### Task description
Would you reproduce, word for word, only the lines running from the top of the data through the line containing "bead_root_radius = 0.45", and none of the pictures?
##############################
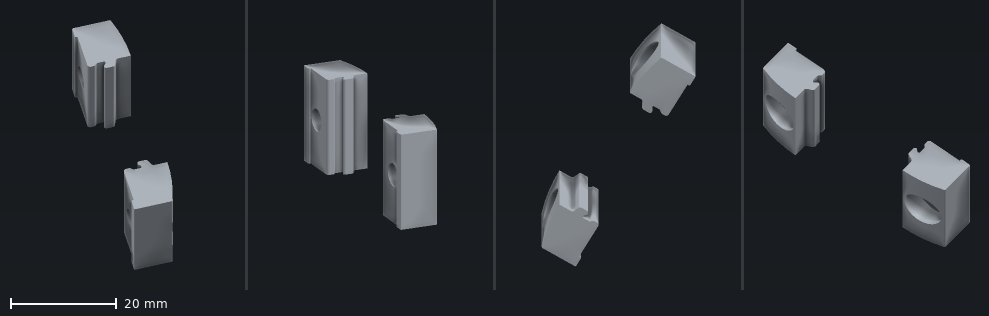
import cadquery as cq

overall_length = 44.4
block_depth = 9.0
block_height = 19.0

inner_wall_x = 9.15
outer_wall_y = 7.5
foot_width = 2.18
foot_height = 0.5
edge_radius = 0.18
step_radius = 0.15
foot_inner_radius = 0.2
crown_edge_radius = 0.25

hook_x = 10.75
hook_root_y = 6.1
hook_shoulder_y = 5.4
hook_root_radius = 0.65
hook_shoulder_radius = 0.55
hook_tip_y = 2.85
hook_tip_radius = 0.45
notch_radius = 0.3

bead_x = 9.7
bead_root_y = 2.35
bead_shoulder_y = 1.8
bead_root_radius = 0.45
bead_shoulder_radius = 0.5
bead_bottom_radius = 0.58

hole_x = 4.7
hole_diameter = 4.5
counterbore_diameter = 8.0
counterbore_depth = 4.0

crown_drop = block_depth - outer_wall_y
crown_radius = (inner_wall_x**2 + crown_drop**2) / (2 * crown_drop)
crown_mid_x = inner_wall_x / 2
crown_mid_y = block_depth - crown_radius + (crown_radius**2 - crown_mid_x**2) ** 0.5

notch_y = hook_tip_y + hook_x - inner_wall_x

ROUNDED_CORNERS = [
    (inner_wall_x, hook_root_y, hook_root_radius),
    (hook_x, hook_shoulder_y, hook_shoulder_radius),
    (hook_x, hook_tip_y, hook_tip_radius),
    (inner_wall_x, notch_y, notch_radius),
    (inner_wall_x, bead_root_y, bead_root_radius),
    (bead_x, bead_shoulder_y, bead_shoulder_radius),
    (bead_x, foot_height, bead_bottom_radius),
    (foot_width, foot_height, step_radius),
    (foot_width, 0, foot_inner_radius),
    (0, 0, edge_radius),
    (0, outer_wall_y, crown_edge_radius),
]


def block_body():
    """Extrude the outline along Z and round its upright edges."""
    outline = cq.Workplane("XY").moveTo(0, outer_wall_y)
    outline = outline.threePointArc((crown_mid_x, crown_mid_y), (inner_wall_x, block_depth))
    for x, y, _ in ROUNDED_CORNERS[:-1]:
        outline = outline.lineTo(x, y)
    body = outline.close().extrude(block_height)
    for x, y, radius in ROUNDED_CORNERS:
        corner = cq.NearestToPointSelector((x, y, block_height / 2))
        body = body.edges("|Z").edges(corner).fillet(radius)
    return body


def screw_hole():
    """Cutter along Y with its counterbore opening through the crown."""
    crown_plane = cq.Workplane("XZ", origin=(hole_x, block_depth, block_height / 2))
    bore = crown_plane.circle(hole_diameter / 2).extrude(block_depth)
    counterbore = crown_plane.circle(counterbore_diameter / 2).extrude(counterbore_depth)
    return bore.union(counterbore)


def clamp_block(mirrored):
    """One block with its hook toward the middle of the pair."""
    block = block_body().cut(screw_hole())
    block = block.translate((-overall_length / 2, 0, 0))
    if mirrored:
        block = block.mirror("YZ")
    return block


clamp_blocks = [clamp_block(mirrored).val() for mirrored in (False, True)]

result = cq.Compound.makeCompound(clamp_blocks)
##############################
### Solution below
import cadquery as cq

overall_length = 44.4
block_depth = 9.0
block_height = 19.0

inner_wall_x = 9.15
outer_wall_y = 7.5
foot_width = 2.18
foot_height = 0.5
edge_radius = 0.18
step_radius = 0.15
foot_inner_radius = 0.2
crown_edge_radius = 0.25

hook_x = 10.75
hook_root_y = 6.1
hook_shoulder_y = 5.4
hook_root_radius = 0.65
hook_shoulder_radius = 0.55
hook_tip_y = 2.85
hook_tip_radius = 0.45
notch_radius = 0.3

bead_x = 9.7
bead_root_y = 2.35
bead_shoulder_y = 1.8
bead_root_radius = 0.45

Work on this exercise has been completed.